Тогда они жили большой семьей: он, Зойка, брат его Василий с женой и тещей. Менуэт Моцарта, легкую мелодичную пьеску, Серафим Петрович осилил за месяц. Музыка этого менуэта до того пронизала стены их дома, что собака, с которой приходил в гости сосед, однажды зевнула и провыла точно несколько тактов.
Хорошо они тогда жили — бурно, бодро. Теща брата Василия заявляла по утрам, что она им не служанка, не домработница, не нянька. Подводила брови горелой спичкой и убегала на работу. Зойка распевала по утрам песни. Василий с женой мыли за всеми посуду и подпевали ей. Вечерами сидели у телевизора, тихо, не переговариваясь, как в кино, еще не привыкнув к тому, что маленький экран, увеличенный круглой линзой, — часть их личного быта. Впрочем, Серафим Петрович редко сиживал с ними: пропадал до ночи в институтской лаборатории, а если был дома, то, закрывшись в своей комнате, терзал пианино.
Телевизор и пианино умолкли с появлением в квартире нового человека — племянника Димы. Рождение Димы в один день перечеркнуло их прежнюю жизнь. Пианино покрыли старым суконным одеялом, телевизор перенесли на кухню. В квартире господствовал младенец. Власть его простиралась и на прихожую, и на лестничную площадку.

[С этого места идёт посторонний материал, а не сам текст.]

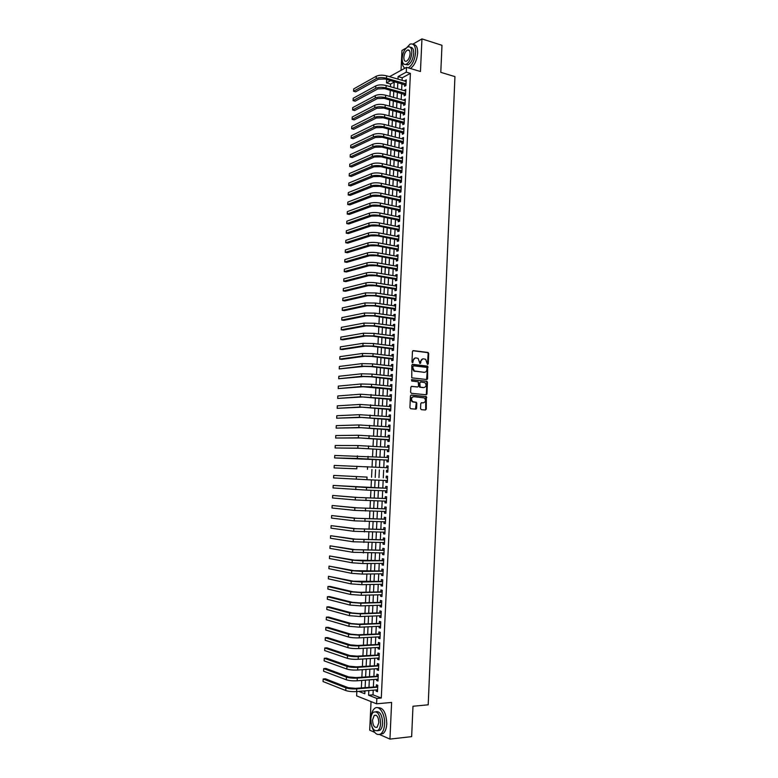 <?xml version="1.0" encoding="UTF-8"?>
<svg xmlns="http://www.w3.org/2000/svg" width="778" height="778" viewBox="0 0 778 778"><rect width="100%" height="100%" fill="white"/><g stroke="black" fill="none" stroke-linecap="round" stroke-linejoin="round"><path stroke-width="1.17" d="M427.462 364.425L428.26 363.88L428.707 353.533L427.949 352.463L413.322 350.635L412.457 351.52L411.98 361.964L412.525 362.723L413.196 360.749C413.439 358.862 414.363 357.919 415.958 357.919L418.117 358.395L419.925 363.54L420.733 362.995L420.791 361.653C421.034 359.767 421.948 358.833 423.524 358.833L425.654 359.3L427.462 364.425L428.143 353.611L427.657 352.629L412.885 350.722M412.34 362.665L412.632 360.817L413.196 360.749M419.945 363.55L420.227 361.712L420.791 361.653M420.548 408.596L421.316 409.656L425.42 410.025L426.276 409.111L426.344 396.586L411.309 395.039L410.444 395.953L409.909 407.643L410.696 408.713L415.715 409.16L416.58 408.246L416.804 403.257L416.366 402.314L412.622 401.623C410.852 399.182 411.231 397.529 413.779 396.673L424.341 397.918C426.12 400.33 425.751 401.983 423.232 402.868L421.627 402.712L420.762 403.626L420.548 408.596M373.226 690.183L373.012 694.842L381.288 698.031L376.834 698.43L376.581 703.808L356.625 695.882L356.839 691.545M389.515 76.672L406.495 67.336L420.451 71.508L421.948 38.9L441.972 45.299L440.786 72.335L454.945 76.614L428.201 704.81L412.982 706.249L411.65 736.63L389.943 739.1L391.616 702.437L376.581 703.808M406.495 67.336L406.262 72.15L398.112 76.575L397.996 79.132M381.288 698.031L410.405 73.375L406.262 72.15M426.762 379.528L427.608 378.643L427.647 366.156L412.7 364.347L411.834 365.242L411.766 377.836L426.762 379.528M427.453 382.309L426.947 393.853L426.091 394.757L411.387 393.308L410.609 392.238L410.833 387.24L411.708 386.335L417.698 386.958L418.554 386.053L418.243 381.804L411.698 381.026L411.757 379.645L426.996 381.356L427.453 382.309L426.879 382.358L426.373 393.901L426.947 393.853M371.048 701.61L369.696 730.153L374.656 732.351M379.576 734.52L389.943 739.1M421.948 38.9L412.846 44.161M405.766 48.255L401.963 50.463L401.02 70.341M404.667 84.598L404.589 86.27L405.951 85.561L406.223 79.823L404.832 81.116M404.22 94.167L404.142 95.84L405.503 95.149L405.766 89.392L404.375 90.695M403.763 103.746L403.685 105.429L405.046 104.748L405.319 98.981L403.928 100.304M403.315 113.345L403.237 115.027L404.599 114.366L404.871 108.589L403.471 109.922M402.858 122.953L402.78 124.645L404.142 124.003L404.414 118.217L403.023 119.559M402.411 132.591L402.323 134.273L403.694 133.651L403.967 127.864L402.596 128.496L402.566 129.206M401.954 142.238L401.876 143.92L403.237 143.327L403.51 137.521L402.148 138.134L402.109 138.873M401.497 151.895L401.419 153.587L402.78 153.013L403.053 147.198L401.691 147.791L401.652 148.559M401.04 161.581L400.962 163.273L402.323 162.709L402.596 156.884L401.234 157.467L401.195 158.265M400.582 171.277L400.505 172.979L401.866 172.434L402.148 166.599L400.777 167.153L400.738 167.99M400.125 180.992L400.048 182.694L401.409 182.169L401.691 176.324L400.32 176.859L400.281 177.724M399.668 190.727L399.591 192.429L400.952 191.923L401.234 186.068L399.863 186.584L399.824 187.479M399.211 200.471L399.133 202.183L400.495 201.697L400.767 195.832L399.406 196.328L399.367 197.252M398.754 210.235L398.667 211.947L400.038 211.48L400.31 205.606L398.949 206.082L398.9 207.036M398.287 220.018L398.21 221.73L399.571 221.283L399.853 215.399L398.482 215.856L398.443 216.838M397.83 229.821L397.752 231.533L399.114 231.105L399.386 225.212L398.025 225.649L397.976 226.661M397.364 239.634L397.286 241.355L398.647 240.947L398.929 235.044L397.568 235.462L397.519 236.502M396.906 249.466L396.819 251.197L398.19 250.808L398.462 244.885L397.101 245.284L397.052 246.363M396.44 259.317L396.362 261.048L397.723 260.679L398.005 254.746L396.634 255.135L396.586 256.234M395.973 269.188L395.895 270.919L397.257 270.569L397.539 264.627L396.177 264.997L396.119 266.125M395.506 279.078L395.428 280.809L396.799 280.479L397.072 274.527L395.71 274.877L395.652 276.034M395.039 288.978L394.961 290.719L396.333 290.408L396.605 284.447L395.243 284.767L395.185 285.964M394.572 298.898L394.495 300.639L395.866 300.347L396.138 294.376L394.777 294.687L394.718 295.912M394.106 308.837L394.028 310.578L395.399 310.305L395.671 304.334L394.31 304.616L394.251 305.871M393.639 318.795L393.561 320.536L394.923 320.293L395.205 314.302L393.843 314.565L393.775 315.849M393.172 328.773L393.084 330.514L394.456 330.28L394.738 324.29L393.367 324.533L393.308 325.846M392.696 338.761L392.618 340.511L393.989 340.297L394.271 334.287L392.9 334.511L392.832 335.863M392.229 348.768L392.141 350.518L393.512 350.333L393.794 344.314L392.433 344.518L392.365 345.899M391.752 358.794L391.674 360.554L393.046 360.379L393.328 354.35L391.956 354.535L391.888 355.945M391.285 368.84L391.198 370.6L392.569 370.454L392.851 364.405L391.48 364.571L391.412 366.01M390.809 378.905L390.731 380.666L392.093 380.539L392.384 374.481L391.013 374.626L390.945 376.105M390.332 388.981L390.255 390.751L391.626 390.644L391.908 384.575L390.537 384.692L390.468 386.209M389.856 399.085L389.778 400.855L391.149 400.758L391.431 394.689L390.06 394.786L389.992 396.333M389.379 409.199L389.301 410.969L390.673 410.901L390.955 404.813L389.584 404.891L389.515 406.466M388.903 419.332L388.825 421.102L390.196 421.063L390.478 414.966L389.107 415.024L389.029 416.629M388.426 429.485L388.348 431.265L389.72 431.236L390.002 425.128L388.63 425.167L388.553 426.801M387.95 439.658L387.862 441.437L389.233 441.427L389.525 435.31L388.154 435.33L388.076 437.003M387.473 449.84L387.386 451.629L388.757 451.639L389.049 445.512L387.677 445.512L387.59 447.214M386.987 460.051L386.909 461.84L388.28 461.869L388.562 455.733L387.191 455.704L387.113 457.445M386.51 470.272L386.423 472.061L387.794 472.12L388.086 465.973L386.715 465.925L386.627 467.695M386.024 480.532L385.937 482.311L387.318 482.389L387.6 476.224L386.228 476.165L386.151 477.955M385.538 490.821L385.46 492.571L386.831 492.678L387.123 486.503L385.752 486.415L385.664 488.214M385.052 501.129L384.974 502.86L386.345 502.977L386.637 496.792L385.266 496.685L385.178 498.484M384.565 511.467L384.488 513.159L385.859 513.305L386.151 507.11L384.779 506.974L384.692 508.783M384.079 521.805L384.001 523.477L385.373 523.643L385.664 517.438L384.293 517.282L384.206 519.091M383.593 532.171L383.515 533.825L384.886 534.009L385.178 527.785L383.807 527.61L383.719 529.419M383.107 542.558L383.029 544.182L384.4 544.386L384.692 538.152L383.321 537.958L383.233 539.776M382.611 552.964L382.543 554.549L383.914 554.782L384.206 548.539L382.834 548.325L382.747 550.143M382.124 563.389L382.047 564.945L383.428 565.198L383.719 558.944L382.348 558.711L382.261 560.53M381.628 573.824L381.56 575.36L382.932 575.632L383.223 569.37L381.852 569.107L381.765 570.935M381.142 584.288L381.064 585.795L382.445 586.087L382.737 579.814L381.366 579.532L381.278 581.361M380.646 594.762L380.578 596.249L381.949 596.561L382.251 590.278L380.87 589.977L380.782 591.805M380.15 605.265L380.082 606.714L381.463 607.054L381.755 600.762L380.384 600.431L380.296 602.26M379.654 615.777L379.586 617.207L380.967 617.567L381.259 611.255L379.888 610.905L379.8 612.743M379.158 626.319L379.09 627.71L380.471 628.099L380.763 621.778L379.392 621.408L379.304 623.246M378.662 636.871L378.604 638.242L379.975 638.65L380.277 632.32L378.896 631.921L378.808 633.769M378.166 647.442L378.098 648.784L379.479 649.212L379.781 642.871L378.4 642.453L378.312 644.301M377.67 658.042L377.602 659.355L378.983 659.802L379.275 653.452L377.904 653.014L377.816 654.862M377.165 668.652L377.106 669.936L378.487 670.412L378.779 664.042L377.408 663.585L377.32 665.433M376.669 679.282L376.61 680.546L377.982 681.042L378.283 674.662L376.912 674.176L376.824 676.033M416.57 408.304L416.259 408.965M410.405 73.375L402.216 77.781L402.1 80.319M401.934 83.82L401.643 89.917M401.477 93.399L401.185 99.535M401.02 102.988L400.728 109.173M400.573 112.606L400.271 118.82M400.116 122.234L399.814 128.496M399.659 131.881L399.357 138.173M399.202 141.538L398.9 147.878M398.744 151.224L398.443 157.594M398.287 160.92L397.976 167.338M397.821 170.635L397.519 177.083M397.364 180.36L397.052 186.856M396.897 190.104L396.595 196.639M396.44 199.868L396.128 206.452M395.973 209.652L395.662 216.274M395.516 219.454L395.195 226.106M395.049 229.267L394.728 235.967M394.582 239.099L394.261 245.838M394.115 248.95L393.794 255.729M393.649 258.821L393.328 265.638M393.182 268.702L392.861 275.568M392.715 278.612L392.384 285.507M392.238 288.531L391.918 295.465M391.772 298.47L391.441 305.443M391.305 308.419L390.964 315.44M390.828 318.397L390.498 325.457M390.352 328.384L390.021 335.493M389.885 338.391L389.545 345.539M389.408 348.418L389.068 355.604M388.932 358.464L388.592 365.689M388.455 368.519L388.115 375.793M387.979 378.604L387.629 385.917M387.502 388.699L387.152 396.06M387.026 398.813L386.676 406.213M386.54 408.946L386.189 416.395M386.063 419.099L385.703 426.587M385.577 429.271L385.227 436.798M385.1 439.453L384.74 447.029M384.614 449.665L384.254 457.279M384.128 459.886L383.768 467.549M383.651 470.126L383.282 477.828M383.165 480.405L382.795 488.098M382.669 490.714L382.309 498.397M382.183 501.042L381.823 508.705M381.697 511.389L381.327 519.033M381.201 521.756L380.841 529.38M380.714 532.142L380.354 539.747M380.218 542.538L379.859 550.134M379.722 552.964L379.363 560.539M379.236 563.408L378.876 570.964M378.74 573.863L378.38 581.409M378.244 584.346L377.884 591.873M377.748 594.839L377.388 602.347M377.242 605.352L376.892 612.85M376.746 615.894L376.396 623.373M376.251 626.446L375.891 633.905M375.745 637.017L375.395 644.466M375.249 647.617L374.899 655.037M374.743 658.227L374.393 665.637M374.237 668.856L373.887 676.247M373.732 679.505L373.391 686.886M376.163 689.94L376.105 691.165L377.486 691.681L377.787 685.292L376.406 684.786L376.319 686.643M394.203 82.089L390.566 84.043L390.43 86.737M390.264 90.229L389.963 96.414M389.797 99.885L389.496 106.109M389.331 109.562L389.029 115.825M388.864 119.258L388.553 125.559M388.387 128.973L388.086 135.314M387.921 138.698L387.609 145.078M387.454 148.442L387.143 154.861M386.977 158.206L386.666 164.664M386.501 167.98L386.189 174.476M386.034 177.773L385.713 184.318M385.557 187.586L385.236 194.169M385.081 197.418L384.76 204.04M384.604 207.269L384.283 213.931M384.128 217.13L383.807 223.831M383.651 227.011L383.321 233.76M383.175 236.911L382.844 243.699M382.688 246.83L382.358 253.657M382.212 256.769L381.881 263.625M381.726 266.718L381.395 273.623M381.249 276.686L380.909 283.639M380.763 286.674L380.423 293.666M380.277 296.681L379.936 303.712M379.8 306.707L379.45 313.777M379.314 316.743L378.964 323.862M378.828 326.809L378.478 333.957M378.332 336.884L377.991 344.08M377.845 346.978L377.495 354.214M377.359 357.092L377.009 364.376M376.873 367.226L376.513 374.549M376.377 377.369L376.027 384.74M375.891 387.541L375.531 394.952M375.395 397.723L375.035 405.182M374.899 407.935L374.539 415.423M374.403 418.156L374.043 425.692M373.907 428.396L373.547 435.972M373.411 438.656L373.041 446.28M372.915 448.935L372.545 456.598M372.419 459.224L372.049 466.936M371.923 469.542L371.544 477.293M371.417 479.89L371.048 487.641M370.921 490.276L370.542 498.008M370.416 500.672L370.046 508.394M369.91 511.097L369.54 518.79M369.404 521.532L369.035 529.215M368.898 531.996L368.529 539.66M368.393 542.47L368.023 550.114M367.887 552.964L367.517 560.598M367.381 563.476L367.012 571.101M366.866 574.018L366.496 581.613M366.36 584.57L365.991 592.155M365.845 595.141L365.485 602.707M365.339 605.731L364.97 613.288M364.824 616.351L364.454 623.878M364.308 626.98L363.939 634.498M363.793 637.629L363.433 645.127M363.277 648.298L362.918 655.786M362.762 658.995L362.402 666.454M362.237 669.702L361.877 677.152M361.721 680.429L361.362 687.859M363.093 691.02L364.921 691.73M426.947 379.11L427.453 379.158M390.566 84.043L386.501 82.886L386.666 79.414M368.821 690.543L368.597 695.221L376.834 698.43M397.821 82.633L397.529 88.75M397.364 92.232L397.072 98.398M396.906 101.85L396.615 108.054M396.449 111.487L396.148 117.721M395.983 121.144L395.691 127.417M395.525 130.811L395.224 137.123M395.059 140.497L394.757 146.847M394.602 150.203L394.29 156.592M394.135 159.918L393.833 166.356M393.668 169.662L393.367 176.129M393.211 179.417L392.9 185.923M392.744 189.18L392.423 195.735M392.277 198.974L391.956 205.567M391.801 208.776L391.49 215.409M391.334 218.599L391.023 225.27M390.867 228.44L390.546 235.151M390.4 238.301L390.079 245.051M389.924 248.172L389.603 254.97M389.457 258.063L389.126 264.899M388.981 267.972L388.65 274.848M388.504 277.902L388.173 284.816M388.037 287.85L387.697 294.804M387.561 297.809L387.22 304.811M387.084 307.796L386.744 314.827M386.608 317.794L386.267 324.873M386.131 327.801L385.791 334.929M385.645 337.837L385.305 345.004M385.168 347.892L384.828 355.099M384.692 357.958L384.342 365.213M384.206 368.043L383.855 375.336M383.729 378.147L383.379 385.489M383.243 388.271L382.893 395.652M382.757 398.414L382.406 405.834M382.27 408.576L381.92 416.036M381.784 418.749L381.434 426.256M381.298 428.95L380.938 436.497M380.812 439.162L380.452 446.757M380.325 449.392L379.965 457.026M379.839 459.642L379.469 467.325M379.343 469.912L378.974 477.624M378.857 480.221L378.487 487.932M378.361 490.558L377.991 498.251M377.865 500.906L377.505 508.588M377.369 511.282L377.009 518.945M376.873 521.678L376.513 529.322M376.377 532.084L376.017 539.718M375.881 542.519L375.521 550.134M375.385 552.964L375.025 560.559M374.889 563.428L374.519 571.013M374.383 573.921L374.024 581.487M373.887 584.424L373.528 591.97M373.382 594.946L373.022 602.483M372.876 605.498L372.516 613.006M372.37 616.059L372.02 623.557M371.865 626.64L371.514 634.119M371.359 637.24L371.009 644.709M370.853 647.87L370.503 655.309M370.347 658.509L369.997 665.939M369.842 669.168L369.482 676.578M369.326 679.846L368.976 687.246M390.731 80.591L386.501 82.886M358.726 691.389L364.824 693.752L364.96 690.864M365.115 687.558L365.475 680.147M365.631 676.87L365.991 669.44M366.146 666.201L366.506 658.752M366.662 655.553L367.012 648.084M367.167 644.923L367.527 637.435M367.673 634.313L368.043 626.815M368.189 623.723L368.548 616.205M368.694 613.152L369.054 605.615M369.2 602.6L369.56 595.044M369.706 592.068L370.075 584.502M370.211 581.555L370.581 573.97M370.717 571.052L371.077 563.457M371.223 560.578L371.583 552.964M371.719 550.124L372.088 542.49M372.224 539.689L372.594 532.035M372.72 529.264L373.09 521.6M373.226 518.868L373.596 511.185M373.722 508.491L374.092 500.789M374.218 498.124L374.588 490.412M374.714 487.787L375.093 480.055M375.21 477.459L375.589 469.727M375.706 467.131L376.075 459.438M376.202 456.812L376.571 449.159M376.698 446.514L377.067 438.909M377.194 436.234L377.554 428.668M377.69 425.974L378.05 418.447M378.176 415.724L378.536 408.246M378.672 405.503L379.032 398.064M379.158 395.292L379.518 387.901M379.654 385.11L380.004 377.758M380.141 374.938L380.491 367.624M380.627 364.785L380.977 357.52M381.113 354.651L381.463 347.426M381.599 344.537L381.94 337.351M382.086 334.443L382.426 327.295M382.572 324.358L382.912 317.259M383.048 314.293L383.389 307.242M383.535 304.256L383.875 297.235M384.011 294.23L384.351 287.257M384.497 284.223L384.828 277.289M384.974 274.226L385.305 267.34M385.46 264.257L385.781 257.411M385.937 254.299L386.258 247.492M386.413 244.37L386.734 237.601M386.89 234.45L387.211 227.721M387.366 224.541L387.687 217.859M387.843 214.66L388.154 208.008M388.31 204.789L388.63 198.186M388.786 194.938L389.097 188.373M389.253 185.106L389.574 178.58M389.729 175.293L390.041 168.807M390.196 165.5L390.507 159.052M390.673 155.717L390.974 149.308M391.139 145.953L391.441 139.583M391.606 136.208L391.908 129.877M392.073 126.474L392.375 120.191M392.54 116.768L392.841 110.515M393.007 107.072L393.308 100.858M393.474 97.396L393.765 91.221M393.94 87.729L394.232 81.593M402.216 77.781L398.112 76.575M373.012 694.842L368.597 695.221M404.861 80.542L406.165 80.922M404.404 90.102L405.717 90.472M403.957 99.672L405.27 100.041M403.51 109.26L404.823 109.62M403.053 118.869L404.365 119.219M402.596 128.496L403.918 128.837M402.148 138.134L403.461 138.465M401.691 147.791L403.014 148.121M401.234 157.467L402.557 157.788M400.777 167.153L402.1 167.464M400.32 176.859L401.643 177.17M399.863 186.584L401.195 186.885M399.406 196.328L400.738 196.62M398.949 206.082L400.271 206.364M398.482 215.856L399.814 216.138M398.025 225.649L399.357 225.921M397.568 235.462L398.9 235.724M397.101 245.284L398.433 245.537M396.634 255.135L397.976 255.379M396.177 264.997L397.509 265.23M395.71 274.877L397.052 275.101M395.243 284.767L396.586 284.991M394.777 294.687L396.119 294.891M394.31 304.616L395.652 304.82M393.843 314.565L395.185 314.759M393.367 324.533L394.718 324.718M392.9 334.511L394.251 334.696M392.433 344.518L393.785 344.683M391.956 354.535L393.308 354.7M391.48 364.571L392.841 364.726M391.013 374.626L392.365 374.772M390.537 384.692L391.898 384.838M390.06 394.786L391.422 394.923M389.584 404.891L390.945 405.017M389.107 415.024L390.468 415.141M388.63 425.167L389.992 425.274M388.154 435.33L389.515 435.427M387.677 445.512L389.039 445.599M387.191 455.704L388.562 455.791M386.715 465.925L388.086 466.003M385.937 482.311L387.318 482.37M385.46 492.571L386.831 492.63M384.974 502.86L386.345 502.899M384.488 513.159L385.869 513.198M384.001 523.477L385.382 523.506M383.515 533.825L384.896 533.834M383.029 544.182L384.41 544.182M382.543 554.549L383.924 554.549M382.047 564.945L383.437 564.935M381.56 575.36L382.951 575.341M381.064 585.795L382.455 585.766M380.578 596.249L381.969 596.211M380.082 606.714L381.473 606.675M379.586 617.207L380.987 617.149M379.09 627.71L380.491 627.651M378.604 638.242L379.995 638.164M378.098 648.784L379.499 648.706M377.602 659.355L379.003 659.258M377.106 669.936L378.507 669.839M376.61 680.546L378.011 680.429M376.105 691.165L377.515 691.049M422.726 358.882L420.227 361.712M415.151 357.968L412.632 360.817M426.568 379.508L427.55 367.187L427.073 366.224L412.282 364.435M426.937 368.062L426.402 367.323L413.536 365.835L412.933 366.457L412.865 367.877L414.363 370.98L424.146 372.312C425.731 372.302 426.636 371.359 426.879 369.482L426.937 368.062M413.322 365.854L412.933 366.457M424.321 372.331L413.799 371.038L412.311 367.945L412.369 366.516M425.877 394.738L426.373 393.901M411.329 386.403L417.378 386.977M411.436 379.722L426.684 381.239M423.864 387.59C426.402 386.705 426.752 385.061 424.924 382.64L420.704 381.988L419.848 382.883L420.149 387.123L423.903 387.59M420.441 382.008L419.848 382.883M423.29 387.639L419.585 387.172L419.274 382.932M426.879 382.358L426.111 381.298M423.203 402.868L421.287 402.771M413.215 396.712C410.667 397.568 410.288 399.221 412.058 401.662L413.546 401.963M415.471 409.14L416.24 403.286L415.802 402.352L412.982 401.993M425.167 409.996L425.702 409.14L425.77 396.624L410.959 395.098M376.299 76.225L376.182 78.636L353.562 91.259L353.679 88.925L376.299 76.225C379.09 74.98 382.533 74.853 386.617 75.826L406.145 81.496M376.182 78.636C378.974 77.401 382.416 77.275 386.501 78.247L406.028 83.888M405.97 85.21L385.159 78.986L378.293 79.239L355.634 91.833L353.562 91.259M405.494 84.841L405.999 84.578M408.382 67.9C412.466 64.885 414.888 59.702 415.627 52.359C415.598 45.941 413.75 43.189 410.074 44.122L405.105 49.393M402.158 59.818L402.148 59.974C402.022 64.253 402.946 66.996 404.93 68.192M410.405 68.503C414.499 65.498 416.911 60.324 417.66 52.992C417.718 47.497 416.279 44.657 413.332 44.472M410.366 47.332C412.622 47.273 413.74 49.306 413.711 53.449C413.089 59.147 411.192 62.95 408.032 64.856L405.503 64.486M411.834 52.865C411.825 48.236 410.492 46.252 407.847 46.933C404.667 48.858 402.771 52.671 402.148 58.36C402.158 63.008 403.49 64.982 406.165 64.292C409.325 62.386 411.212 58.574 411.834 52.865M403.85 57.397C403.86 60.392 404.716 61.666 406.437 61.219C408.479 59.984 409.695 57.533 410.094 53.857C410.084 50.871 409.228 49.598 407.526 50.035C405.474 51.27 404.249 53.721 403.85 57.397M371.728 726.02C374.024 733.314 377.097 735.9 380.967 733.78C383.077 731.942 384.283 728.685 384.575 724.017C385.246 713.971 379.042 704.518 374.588 708.476C372.584 710.168 371.378 713.163 370.98 717.472M380.053 734.335L383.155 733.537C385.275 731.699 386.481 728.451 386.773 723.783C386.248 712.677 383.214 707.328 377.69 707.717M375.891 711.714C379.965 711.121 382.212 714.943 382.63 723.19C382.426 726.555 381.551 728.898 380.024 730.221L377.573 730.736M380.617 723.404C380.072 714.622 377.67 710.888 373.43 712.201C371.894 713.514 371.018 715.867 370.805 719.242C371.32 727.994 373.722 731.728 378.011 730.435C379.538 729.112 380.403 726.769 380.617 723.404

Когда соседская собака с лаем выходила на прогулку, теща Василия открывала дверь и говорила соседу, еще совсем недавно желанному гостю: «Дорогой товарищ, у нас ребенок!»
Потом семья брата получила квартиру, и Серафим Петрович остался один на один с Зойкой. И до этого их было двое. Семья Василия всегда была как бы одна сторона, он с Зойкой — другая. Но тогда все, как любил говорить брат, взаимоуничтожались — еду не делили, чьи простыни, чьи наволочки в пакетах из прачечной, не рассматривали. Зойка дружила с женой Василия и вообще со всеми ладила. Серафим Петрович воспринимал Зойку в общем ряду всего населения квартиры, в той же родственной связи, как воспринимал своего брата, его жену и тещу. Только родившийся младенец Дима не вписался в этот ряд, перевернул его домашнюю жизнь, ущемил в правах. Серафим Петрович страдал, мучился, как мучился бы в подобных обстоятельствах всякий пожилой, не переживший собственного отцовства мужчина. Пианино под серым суконным одеялом, из-под которого торчали золотые педали, было похоже на замурованные врата рая. Серафим Петрович передвигался по квартире на цыпочках, кашлять уходил в ванную и даже иногда на работе, пугаясь громкого голоса вошедшего в его лабораторию сотрудника, ловил себя на желании сказать ему: «Тише. У нас ребенок».
Племянник Дима, заняньканный крикун, исчез из его жизни самым счастливым образом. Семье брата предоставили трехкомнатную квартиру в новом доме, и Серафим Петрович, стащив одеяло с пианино, сыграв две пьесы из «Детского альбома» Чайковского, вдруг понял, что Зойка, которую он удочерил, та восьмилетняя девочка, давно выросла, заканчивает десятый класс, а что она за человек, он так и не знает.